L’altération s’entend d’un trouble qui, s’il a altéré la capacité de l’auteur à mesurer et/ou contrôler la portée de ses actes, ne l’a pas privé de son libre arbitre, ou de contrôle, de façon absolue contrairement à l’abolition. Dans le cas d’une altération du discernement l’auteur reste donc punissable et pourra, le cas échéant, être condamné à de la prison ferme.

Mais si l’altération du discernement est retenue, alors les juges devront la prendre en compte dans le prononcé de la peine et son quantum. C’est précisément ce que prévoit la suite de l’article 122-1 du code pénal :

« Toutefois, la juridiction tient compte de cette circonstance lorsqu’elle détermine la peine et en fixe le régime. Si est encourue une peine privative de liberté, celle-ci est réduite du tiers ou, en cas de crime puni de la réclusion criminelle ou de la détention criminelle à perpétuité, est ramenée à trente ans. La juridiction peut toutefois, par une décision spécialement motivée en matière correctionnelle, décider de ne pas appliquer cette diminution de peine.»

 

La justice antiterroriste mise à l’épreuve

L’enjeu est donc de taille pour la justice antiterroriste, car l’altération du discernement permet de réduire la peine tandis que l’abolition du discernement permet d’exclure totalement la condamnation pénale de l’auteur.

Pour le mesurer, les juges s’appuient essentiellement sur les expertises psychiatriques réalisées en amont de l’audience. A l’appui de l’expertise psychiatrique, l’auteur doit prouver que le trouble existait au moment des faits, était en lien avec l’infraction et était suffisamment grave pour être prise en compte.
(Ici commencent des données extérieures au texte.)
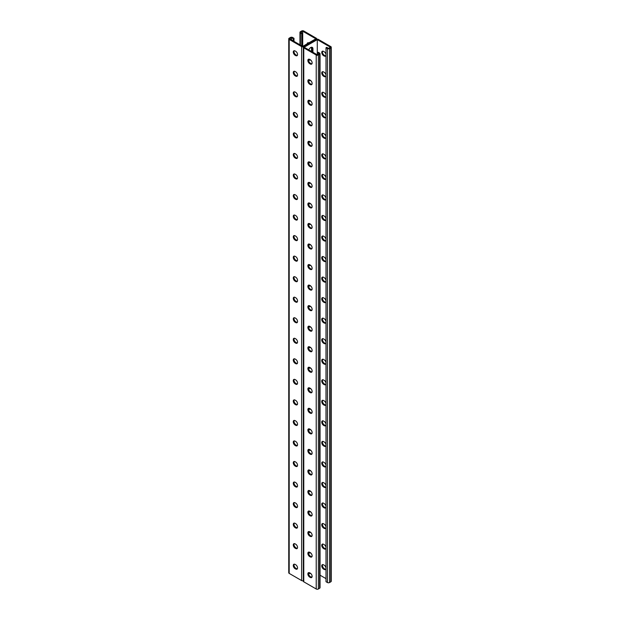 <?xml version="1.0" encoding="UTF-8"?>
<svg xmlns="http://www.w3.org/2000/svg" width="620" height="620" viewBox="0 0 620 620"><rect width="100%" height="100%" fill="white"/><g stroke="black" fill="none" stroke-linecap="round" stroke-linejoin="round"><path stroke-width="0.93" d="M317.293 39.626L317.293 54.823L304.133 47.221L317.293 39.626L330.452 47.221L328.499 48.352L326.717 47.329L326.004 47.74L326.004 581.707L327.43 582.529L327.43 48.561L326.004 47.74M310.581 59.931A3.146 1.813 -60 0 1 309.14 60.008A3.146 1.813 -60 0 1 308.659 59.466M308.791 49.918A3.146 1.813 -60 0 1 312.286 47.376A3.146 1.813 -60 0 1 312.937 48.817L312.937 52.305M310.581 80.468A3.146 1.813 -60 0 1 309.14 80.546A3.146 1.813 -60 0 1 308.659 80.003M310.581 285.836A3.146 1.813 -60 0 1 309.14 285.921A3.146 1.813 -60 0 1 308.659 285.378M310.581 306.373A3.146 1.813 -60 0 1 309.14 306.458A3.146 1.813 -60 0 1 308.659 305.916M310.581 265.298A3.146 1.813 -60 0 1 309.14 265.383A3.146 1.813 -60 0 1 308.659 264.841M310.581 244.761A3.146 1.813 -60 0 1 309.14 244.846A3.146 1.813 -60 0 1 308.659 244.303M310.581 224.223A3.146 1.813 -60 0 1 309.14 224.308A3.146 1.813 -60 0 1 308.659 223.766M310.581 203.685A3.146 1.813 -60 0 1 309.14 203.771A3.146 1.813 -60 0 1 308.659 203.228M310.581 183.148A3.146 1.813 -60 0 1 309.14 183.233A3.146 1.813 -60 0 1 308.659 182.691M310.581 162.611A3.146 1.813 -60 0 1 309.14 162.696A3.146 1.813 -60 0 1 308.659 162.153M310.581 142.081A3.146 1.813 -60 0 1 309.14 142.158A3.146 1.813 -60 0 1 308.659 141.616M310.581 121.543A3.146 1.813 -60 0 1 309.14 121.621A3.146 1.813 -60 0 1 308.659 121.078M310.581 101.006A3.146 1.813 -60 0 1 309.14 101.083A3.146 1.813 -60 0 1 308.659 100.541M311.186 577.127L312.124 576.577M308.659 572.903A3.146 1.813 120 0 0 309.14 573.446A3.146 1.813 120 0 0 310.581 573.361M308.659 552.366A3.146 1.813 120 0 0 309.14 552.908A3.146 1.813 120 0 0 310.581 552.823M308.659 346.991A3.146 1.813 120 0 0 309.14 347.533A3.146 1.813 120 0 0 310.581 347.448M308.659 326.453A3.146 1.813 120 0 0 309.14 326.996A3.146 1.813 120 0 0 310.581 326.911M308.659 367.528A3.146 1.813 120 0 0 309.14 368.071A3.146 1.813 120 0 0 310.581 367.986M308.659 388.066A3.146 1.813 120 0 0 309.14 388.608A3.146 1.813 120 0 0 310.581 388.523M308.659 408.603A3.146 1.813 120 0 0 309.14 409.146A3.146 1.813 120 0 0 310.581 409.061M308.659 429.141A3.146 1.813 120 0 0 309.14 429.683A3.146 1.813 120 0 0 310.581 429.598M308.659 449.678A3.146 1.813 120 0 0 309.14 450.221A3.146 1.813 120 0 0 310.581 450.136M308.659 470.216A3.146 1.813 120 0 0 309.14 470.758A3.146 1.813 120 0 0 310.581 470.673M308.659 490.753A3.146 1.813 120 0 0 309.14 491.296A3.146 1.813 120 0 0 310.581 491.211M308.659 511.291A3.146 1.813 120 0 0 309.14 511.833A3.146 1.813 120 0 0 310.581 511.748M308.659 531.828A3.146 1.813 120 0 0 309.14 532.371A3.146 1.813 120 0 0 310.581 532.286M309.892 59.505A3.146 1.813 -60 0 1 308.822 59.737A3.146 1.813 120 0 0 309.892 59.505M311.511 51.483L311.511 47.996L312.224 48.407L312.224 51.894L312.224 48.407A3.146 1.813 120 0 0 311.883 47.244A3.146 1.813 -60 0 1 312.224 48.407L312.937 48.817M309.892 80.042A3.146 1.813 -60 0 1 308.822 80.275A3.146 1.813 120 0 0 309.892 80.042M309.892 285.417A3.146 1.813 -60 0 1 308.822 285.642A3.146 1.813 120 0 0 309.892 285.417M309.892 305.954A3.146 1.813 -60 0 1 308.822 306.179A3.146 1.813 120 0 0 309.892 305.954M309.892 264.88A3.146 1.813 -60 0 1 308.822 265.112A3.146 1.813 120 0 0 309.892 264.88M309.892 244.342A3.146 1.813 -60 0 1 308.822 244.575A3.146 1.813 120 0 0 309.892 244.342M309.892 223.804A3.146 1.813 -60 0 1 308.822 224.037A3.146 1.813 120 0 0 309.892 223.804M309.892 203.267A3.146 1.813 -60 0 1 308.822 203.499A3.146 1.813 120 0 0 309.892 203.267M309.892 182.73A3.146 1.813 -60 0 1 308.822 182.962A3.146 1.813 120 0 0 309.892 182.73M309.892 162.192A3.146 1.813 -60 0 1 308.822 162.425A3.146 1.813 120 0 0 309.892 162.192M309.892 141.655A3.146 1.813 -60 0 1 308.822 141.887A3.146 1.813 120 0 0 309.892 141.655M309.892 121.117A3.146 1.813 -60 0 1 308.822 121.35A3.146 1.813 120 0 0 309.892 121.117M309.892 100.58A3.146 1.813 -60 0 1 308.822 100.812A3.146 1.813 120 0 0 309.892 100.58M316.665 39.246L316.665 38.804A1.511 0.868 0 0 1 316.223 39.416L303.777 46.608L316.223 39.416A1.511 0.868 180 0 1 318.362 39.416L330.809 46.608A1.511 0.868 180 0 1 331.251 47.221A1.511 0.868 180 0 1 330.809 47.841L329.561 48.561A1.511 0.868 180 0 1 327.43 48.561M308.822 573.167A3.146 1.813 120 0 0 309.892 572.942A3.146 1.813 -60 0 1 308.822 573.167M308.822 552.629A3.146 1.813 120 0 0 309.892 552.404A3.146 1.813 -60 0 1 308.822 552.629M308.822 347.254A3.146 1.813 120 0 0 309.892 347.029A3.146 1.813 -60 0 1 308.822 347.254M308.822 326.717A3.146 1.813 120 0 0 309.892 326.492A3.146 1.813 -60 0 1 308.822 326.717M308.822 367.792A3.146 1.813 120 0 0 309.892 367.567A3.146 1.813 -60 0 1 308.822 367.792M308.822 388.329A3.146 1.813 120 0 0 309.892 388.104A3.146 1.813 -60 0 1 308.822 388.329M308.822 408.867A3.146 1.813 120 0 0 309.892 408.642A3.146 1.813 -60 0 1 308.822 408.867M308.822 429.404A3.146 1.813 120 0 0 309.892 429.18A3.146 1.813 -60 0 1 308.822 429.404M308.822 449.942A3.146 1.813 120 0 0 309.892 449.717A3.146 1.813 -60 0 1 308.822 449.942M308.822 470.479A3.146 1.813 120 0 0 309.892 470.255A3.146 1.813 -60 0 1 308.822 470.479M308.822 491.017A3.146 1.813 120 0 0 309.892 490.792A3.146 1.813 -60 0 1 308.822 491.017M308.822 511.554A3.146 1.813 120 0 0 309.892 511.329A3.146 1.813 -60 0 1 308.822 511.554M308.822 532.092A3.146 1.813 120 0 0 309.892 531.867A3.146 1.813 -60 0 1 308.822 532.092M323.586 297.84A2.619 1.511 -120 0 0 322.284 297.709A2.619 1.511 -120 0 0 321.881 299.809A2.619 1.511 -120 0 0 323.586 302.111L324.159 302.444A2.619 1.511 -120 0 0 325.469 302.576A2.619 1.511 -120 0 0 326.004 301.374A2.619 1.511 -120 0 0 324.159 298.173L323.586 297.84M323.586 277.303A2.619 1.511 -120 0 0 322.284 277.179A2.619 1.511 -120 0 0 321.881 279.271A2.619 1.511 -120 0 0 323.586 281.573L324.159 281.906A2.619 1.511 -120 0 0 325.469 282.038A2.619 1.511 -120 0 0 326.004 280.837A2.619 1.511 -120 0 0 324.159 277.636L323.586 277.303M323.586 256.765A2.619 1.511 -120 0 0 322.284 256.641A2.619 1.511 -120 0 0 321.881 258.734A2.619 1.511 -120 0 0 323.586 261.036L324.159 261.369A2.619 1.511 -120 0 0 325.469 261.501A2.619 1.511 -120 0 0 326.004 260.299A2.619 1.511 -120 0 0 324.159 257.099L323.586 256.765M323.586 236.228A2.619 1.511 -120 0 0 322.284 236.104A2.619 1.511 -120 0 0 321.881 238.196A2.619 1.511 -120 0 0 323.586 240.498L324.159 240.831A2.619 1.511 -120 0 0 325.469 240.963A2.619 1.511 -120 0 0 325.864 238.863A2.619 1.511 -120 0 0 324.159 236.561L323.586 236.228M323.586 215.69A2.619 1.511 -120 0 0 322.284 215.566A2.619 1.511 -120 0 0 321.881 217.659A2.619 1.511 -120 0 0 323.586 219.96L324.159 220.294A2.619 1.511 -120 0 0 325.469 220.426A2.619 1.511 -120 0 0 325.864 218.325A2.619 1.511 -120 0 0 324.159 216.024L323.586 215.69M323.586 195.153A2.619 1.511 -120 0 0 322.284 195.029A2.619 1.511 -120 0 0 321.881 197.121A2.619 1.511 -120 0 0 323.586 199.423L324.159 199.756A2.619 1.511 -120 0 0 325.469 199.888A2.619 1.511 -120 0 0 325.864 197.788A2.619 1.511 -120 0 0 324.159 195.486L323.586 195.153M323.586 174.615A2.619 1.511 -120 0 0 322.284 174.491A2.619 1.511 -120 0 0 321.881 176.584A2.619 1.511 -120 0 0 323.586 178.893L324.159 179.219A2.619 1.511 -120 0 0 325.469 179.35A2.619 1.511 -120 0 0 325.864 177.25A2.619 1.511 -120 0 0 324.159 174.949L323.586 174.615M323.586 154.078A2.619 1.511 -120 0 0 322.284 153.954A2.619 1.511 -120 0 0 321.881 156.046A2.619 1.511 -120 0 0 323.586 158.356L324.159 158.681A2.619 1.511 -120 0 0 325.469 158.813A2.619 1.511 -120 0 0 325.864 156.713A2.619 1.511 -120 0 0 324.159 154.411L323.586 154.078M323.586 133.54A2.619 1.511 -120 0 0 322.284 133.416A2.619 1.511 -120 0 0 321.881 135.509A2.619 1.511 -120 0 0 323.586 137.818L324.159 138.144A2.619 1.511 -120 0 0 325.469 138.275A2.619 1.511 -120 0 0 325.864 136.175A2.619 1.511 -120 0 0 324.159 133.874L323.586 133.54M323.586 113.003A2.619 1.511 -120 0 0 322.284 112.879A2.619 1.511 -120 0 0 321.881 114.971A2.619 1.511 -120 0 0 323.586 117.281L324.159 117.606A2.619 1.511 -120 0 0 325.469 117.738A2.619 1.511 -120 0 0 325.864 115.638A2.619 1.511 -120 0 0 324.159 113.336L323.586 113.003M323.586 92.465A2.619 1.511 -120 0 0 322.284 92.341A2.619 1.511 -120 0 0 321.881 94.434A2.619 1.511 -120 0 0 323.586 96.743L324.159 97.069A2.619 1.511 -120 0 0 325.469 97.201A2.619 1.511 -120 0 0 325.864 95.1A2.619 1.511 -120 0 0 324.159 92.799L323.586 92.465M323.586 71.928A2.619 1.511 -120 0 0 322.284 71.804A2.619 1.511 -120 0 0 321.881 73.896A2.619 1.511 -120 0 0 323.586 76.206L324.159 76.531A2.619 1.511 -120 0 0 325.469 76.663A2.619 1.511 -120 0 0 325.864 74.563A2.619 1.511 -120 0 0 324.159 72.261L323.586 71.928M323.586 51.39A2.619 1.511 -120 0 0 322.284 51.266A2.619 1.511 -120 0 0 321.881 53.359A2.619 1.511 -120 0 0 323.586 55.668L324.159 55.994A2.619 1.511 -120 0 0 325.469 56.126A2.619 1.511 -120 0 0 325.864 54.025A2.619 1.511 -120 0 0 324.159 51.723L323.586 51.39M320.044 575.189L326.004 578.63M323.586 322.648A2.619 1.511 60 0 1 321.881 320.346A2.619 1.511 60 0 1 322.284 318.246A2.619 1.511 60 0 1 323.586 318.378L324.159 318.711A2.619 1.511 60 0 1 326.004 321.912A2.619 1.511 60 0 1 325.469 323.113A2.619 1.511 60 0 1 324.159 322.981L323.586 322.648L324.872 322.571A2.619 1.511 -120 0 0 325.771 322.819M323.586 343.185A2.619 1.511 60 0 1 321.881 340.884A2.619 1.511 60 0 1 322.284 338.784A2.619 1.511 60 0 1 323.586 338.915L324.159 339.249A2.619 1.511 60 0 1 326.004 342.449A2.619 1.511 60 0 1 325.469 343.643A2.619 1.511 60 0 1 324.159 343.519L323.586 343.185L324.872 343.108A2.619 1.511 -120 0 0 325.771 343.356M323.586 363.723A2.619 1.511 60 0 1 321.881 361.421A2.619 1.511 60 0 1 322.284 359.321A2.619 1.511 60 0 1 323.586 359.453L324.159 359.786A2.619 1.511 60 0 1 326.004 362.987A2.619 1.511 60 0 1 325.469 364.18A2.619 1.511 60 0 1 324.159 364.056L323.586 363.723L324.872 363.646A2.619 1.511 -120 0 0 325.771 363.894M323.586 384.26A2.619 1.511 60 0 1 321.881 381.959A2.619 1.511 60 0 1 322.284 379.858A2.619 1.511 60 0 1 323.586 379.99L324.159 380.324A2.619 1.511 60 0 1 325.864 382.625A2.619 1.511 60 0 1 325.469 384.718A2.619 1.511 60 0 1 324.159 384.594L323.586 384.26L324.872 384.183A2.619 1.511 -120 0 0 325.771 384.431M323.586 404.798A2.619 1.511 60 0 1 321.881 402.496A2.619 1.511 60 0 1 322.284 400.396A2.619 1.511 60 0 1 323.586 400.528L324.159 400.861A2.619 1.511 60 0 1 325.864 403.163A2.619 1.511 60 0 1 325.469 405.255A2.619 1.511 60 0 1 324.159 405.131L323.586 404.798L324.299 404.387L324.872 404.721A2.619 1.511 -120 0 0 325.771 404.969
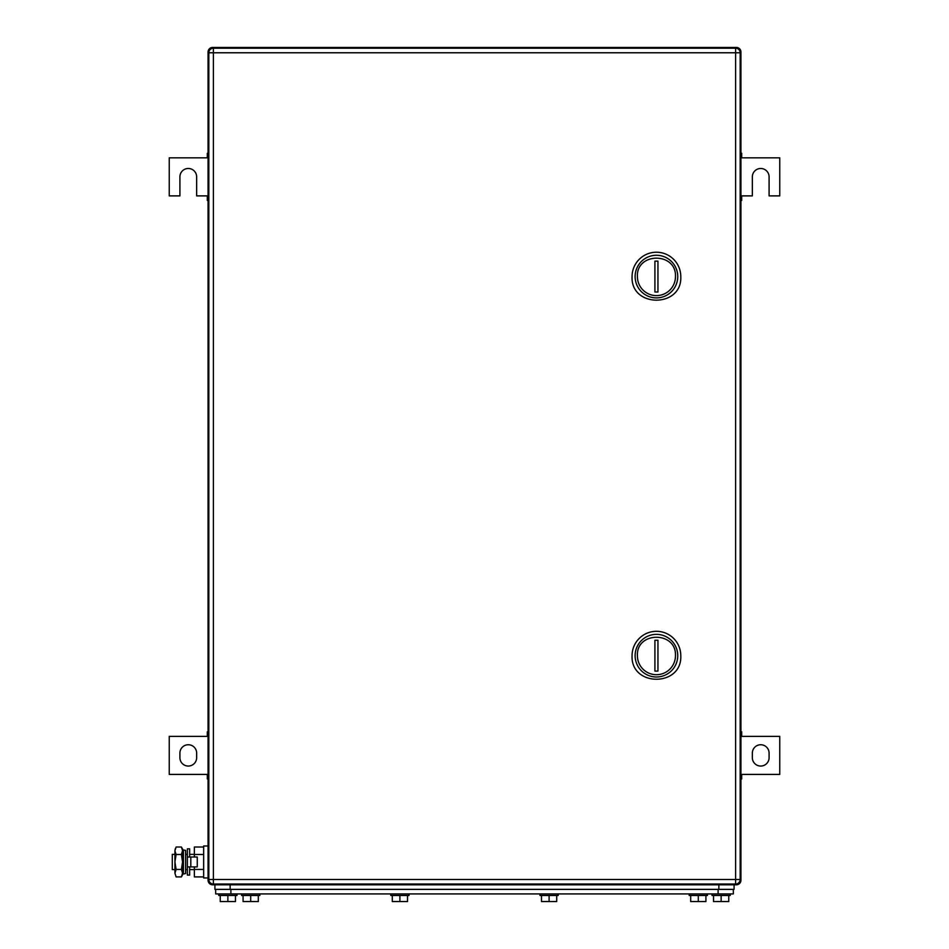 <?xml version="1.0" encoding="UTF-8"?>
<svg xmlns="http://www.w3.org/2000/svg" width="949" height="949" viewBox="0 0 949 949"><rect width="100%" height="100%" fill="white"/><g stroke="black" fill="none" stroke-linecap="round" stroke-linejoin="round"><path stroke-width="1.42" d="M740.932 778.987L741.691 778.987L741.691 774.42L779.758 774.42L779.758 736.365L741.691 736.365L741.691 731.798L740.932 731.798M740.932 778.05L741.691 778.05M740.932 774.42L741.691 774.42M740.932 732.735L741.691 732.735M740.932 736.365L741.691 736.365M769.093 757.682L769.093 753.115A8.375 8.375 0 0 0 760.718 744.74A8.375 8.375 0 0 0 752.343 753.115L752.343 757.682A8.375 8.375 0 0 0 760.718 766.057A8.375 8.375 0 0 0 769.093 757.682M208.068 731.798L207.309 731.798L207.309 736.365L169.242 736.365L169.242 774.42L207.309 774.42L207.309 778.987L208.068 778.987M208.068 732.735L207.309 732.735M208.068 736.365L207.309 736.365M208.068 778.05L207.309 778.05M208.068 774.42L207.309 774.42M179.907 753.115L179.907 757.682A8.375 8.375 0 0 0 188.282 766.057A8.375 8.375 0 0 0 196.657 757.682L196.657 753.115A8.375 8.375 0 0 0 188.282 744.74A8.375 8.375 0 0 0 179.907 753.115M740.932 200.453L741.691 200.453L741.691 195.885L752.343 195.885L752.343 176.858A8.375 8.375 0 0 1 760.718 168.483A8.375 8.375 0 0 1 769.093 176.858L769.093 195.885L779.758 195.885L779.758 157.831L741.691 157.831L741.691 153.263L740.932 153.263M740.932 199.515L741.691 199.515M740.932 195.885L741.691 195.885M740.932 154.201L741.691 154.201M740.932 157.831L741.691 157.831M208.068 153.263L207.309 153.263L207.309 157.831L169.242 157.831L169.242 195.885L179.907 195.885L179.907 176.858A8.375 8.375 0 0 1 188.282 168.483A8.375 8.375 0 0 1 196.657 176.858L196.657 195.885L207.309 195.885L207.309 200.453L208.068 200.453M208.068 154.201L207.309 154.201M208.068 157.831L207.309 157.831M208.068 199.515L207.309 199.515M208.068 195.885L207.309 195.885M740.101 52.017L740.932 52.017L740.932 880.233A4.567 4.567 0 0 1 736.365 884.8L212.635 884.8A4.567 4.567 0 0 1 208.068 880.233L208.068 52.017L208.899 52.017M740.101 880.233L740.932 880.233L740.932 52.017A4.567 4.567 0 0 0 736.365 47.45L212.635 47.45A4.567 4.567 0 0 0 208.068 52.017M675.463 655.676A19.027 19.027 0 0 1 656.435 674.703A19.027 19.027 0 0 1 637.408 655.676C636.221 631.121 676.637 631.121 675.463 655.676M677.752 655.676A21.317 21.317 0 0 1 656.435 676.993A21.317 21.317 0 0 1 635.118 655.676A21.317 21.317 0 0 1 656.435 634.359A21.317 21.317 0 0 1 677.752 655.676M657.954 671.109L657.954 640.231L654.917 640.231L654.917 671.109L657.954 671.109M632.07 655.676C630.563 687.1 682.295 687.1 680.789 655.676A24.354 24.354 0 0 0 656.435 631.31A24.354 24.354 0 0 0 632.07 655.676M675.463 276.586A19.027 19.027 0 0 1 656.435 295.613A19.027 19.027 0 0 1 637.408 276.586C636.221 252.031 676.637 252.031 675.463 276.586M677.752 276.586A21.317 21.317 0 0 1 656.435 297.891A21.317 21.317 0 0 1 635.118 276.586A21.317 21.317 0 0 1 656.435 255.269A21.317 21.317 0 0 1 677.752 276.586M657.954 292.019L657.954 261.141L654.917 261.141L654.917 292.019L657.954 292.019M632.07 276.586C630.563 308.01 682.295 308.01 680.789 276.586A24.354 24.354 0 0 0 656.435 252.22A24.354 24.354 0 0 0 632.07 276.586M740.173 52.776L740.173 879.474A4.567 4.567 0 0 1 735.605 884.041A4.567 4.567 0 0 0 740.173 879.474L735.605 879.474L735.605 884.041L213.395 884.041A4.567 4.567 0 0 1 208.827 879.474A4.567 4.567 0 0 0 213.395 884.041L213.395 879.474L735.605 879.474L735.605 52.776L213.395 52.776L213.395 879.474L208.827 879.474L208.827 52.776A4.567 4.567 0 0 1 213.395 48.209L213.395 52.776L208.827 52.776A4.567 4.567 0 0 1 213.395 48.209L735.605 48.209L735.605 52.776L740.173 52.776A4.567 4.567 0 0 0 735.605 48.209M215.684 889.367L215.684 893.934L733.316 893.934L733.316 889.367M705.914 895.465L705.914 901.55L690.694 901.55L690.694 895.465M698.298 901.55L698.298 895.465M707.432 893.934L707.432 895.465L689.164 895.465L689.164 893.934M556.707 895.465L556.707 901.55L541.488 901.55L541.488 895.465M549.103 901.55L549.103 895.465M558.237 893.934L558.237 895.465L539.969 895.465L539.969 893.934M407.512 895.465L407.512 901.55L392.293 901.55L392.293 895.465M399.897 901.55L399.897 895.465M409.031 893.934L409.031 895.465L390.763 895.465L390.763 893.934M728.749 895.465L728.749 901.55L713.529 901.55L713.529 895.465M721.133 901.55L721.133 895.465M730.267 893.934L730.267 895.465L711.999 895.465L711.999 893.934M235.471 895.465L235.471 901.55L220.251 901.55L220.251 895.465M227.867 901.55L227.867 895.465M237.001 893.934L237.001 895.465L218.733 895.465L218.733 893.934M258.306 895.465L258.306 901.55L243.086 901.55L243.086 895.465M250.702 901.55L250.702 895.465M241.568 895.465L241.568 893.934L241.568 895.465L259.836 895.465L259.836 893.934M734.075 889.367L734.075 884.8L734.075 889.367L214.925 889.367L214.925 884.8M174.936 854.349L172.291 854.349L172.291 869.581L174.936 869.581M185.601 854.349L187.368 854.349M189.646 854.349L194.367 854.349M185.601 869.581L187.368 869.581M189.646 869.581L194.367 869.581M203.655 876.912L194.367 876.912L194.367 866.911M194.367 857.018L194.367 847.018L203.655 847.018M203.655 854.491L194.367 854.491M203.655 869.438L194.367 869.438M208.068 845.986L203.655 845.986L203.655 877.955L208.068 877.955M176.099 847.018L174.936 850.755L176.099 847.018L181.401 847.018L182.552 849.023L182.552 874.907L181.401 876.912L182.078 875.5M174.936 850.755L175.304 848.714M174.936 850.909L176.099 854.491L174.936 861.965L174.936 850.909M176.099 869.438L174.936 873.175L174.936 861.965L176.099 869.438L181.401 869.438L182.552 873.175L181.401 876.912L176.099 876.912L174.936 873.175L176.099 876.912M176.099 854.491L181.401 854.491L182.552 861.965L181.401 869.438M181.401 847.018L182.552 850.755L181.401 854.491M190.808 866.911L197.262 866.911L197.262 857.018L187.368 857.018L187.368 866.911L190.808 866.911L190.808 857.018M189.646 857.018L189.646 848.833L187.368 848.833L187.368 875.097L189.646 875.097L189.646 866.911M185.601 856.413L185.601 873.543L183.43 873.993L183.43 849.936L185.601 850.387L185.601 856.413M183.43 849.936L182.706 853.448L182.706 870.482L183.43 873.993M208.899 880.233L208.068 880.233A4.567 4.567 0 0 0 212.635 884.8L212.635 883.982M212.635 47.45L212.635 48.28M736.365 47.45L736.365 48.28M736.365 883.982L736.365 884.8M718.096 889.367L718.096 893.934M230.904 893.934L230.904 889.367M718.856 884.8L718.856 889.367M230.144 884.8L230.144 889.367"/></g></svg>

Toutefois, les juges restent souverains dans cette appréciation. Ils ne sont pas liés par l’expertise psychiatrique.  Ils profitent de l’audience et de l’interrogatoire de l’auteur pour se faire leur propre avis. Ainsi, les juges peuvent suivre l’avis rendu par l’expertise psychiatrique mais aussi, plus rarement, ne pas le suivre.

Les conséquences sont lourdes car si l’abolition est retenue alors le malade psychiatrique sera remis au corps médical qui pourra le garder sous contrainte à hôpital et pourra, après traitement psychiatrique et médicamenteux, le relâcher s’il n’est plus dangereux pour lui-même ou autrui. Preuve que la tâche est ardue pour les experts, Mamoye DIANIFABA a attaqué les militaires lors de sa première permission de sortie et ce, suite à une expertise psychiatrique ayant conclu qu’il était stabilisé et apte à sortir…

D’ailleurs, l’expert psychiatre Daniel ZAGURY a expertisé Monsieur DIANIFABA et a déclaré dans son rapport «ce type de personnalité pose toujours de délicats problèmes médico-légaux. Il ne peut pas être simplement considéré comme un malade à soigner ou comme un délinquant à punir. Il ne cesse de revendiquer son geste. Ne pas l’entendre, c’est prendre le risque d’une surenchère».

Maître HAZAN, avocat de l’AfVT et des militaires, a souligné la difficulté de la question posée aux juges car, au regard du parcours du prévenu, il ressort que l’irresponsabilité pénale de ce dernier lui permettait de toujours se retrouver libre après ses traitements psychiatriques et redevenait un danger potentiel pour la société. Dans le même temps, il n’est pas prévu par les textes la possibilité de condamner à l’enfermement carcéral un prévenu dont il serait avéré qu’il souffrait de troubles psychiatriques au moment des faits ayant aboli le discernement.

Concernant Mamoye DIANIFABA, le 22 octobre 2019, la justice l’a condamné à 4 ans de prison ferme et 10 ans de suivi socio-judiciaire. Cette fois-ci, la justice n’a pas retenu l’abolition de son discernement ce qui a permis sa condamnation. En revanche, à l’heure où est rédigé cet article, nous ne savons pas encore si la justice a retenu une altération du discernement.

Au-delà de ce cas d’espèce, cette question risque en matière antiterroriste de se poser de plus en plus fréquemment, tant il est vrai que les organisations terroristes réussissent à utiliser des personnes fragiles mentalement mais aussi du fait, il ne faut pas l’écarter, qu’il peut s’agir d’une stratégie de défense de l’auteur de l’attentat.

La justice antiterroriste devra relever le défi d’une réponse pénale adaptée et ce dans l’intérêt de l’auteur des faits, selon le principe de personnalisation de la peine, mais aussi dans l’intérêt des victimes qui attendent que toutes les responsabilités soient, le cas échéant, réprimées.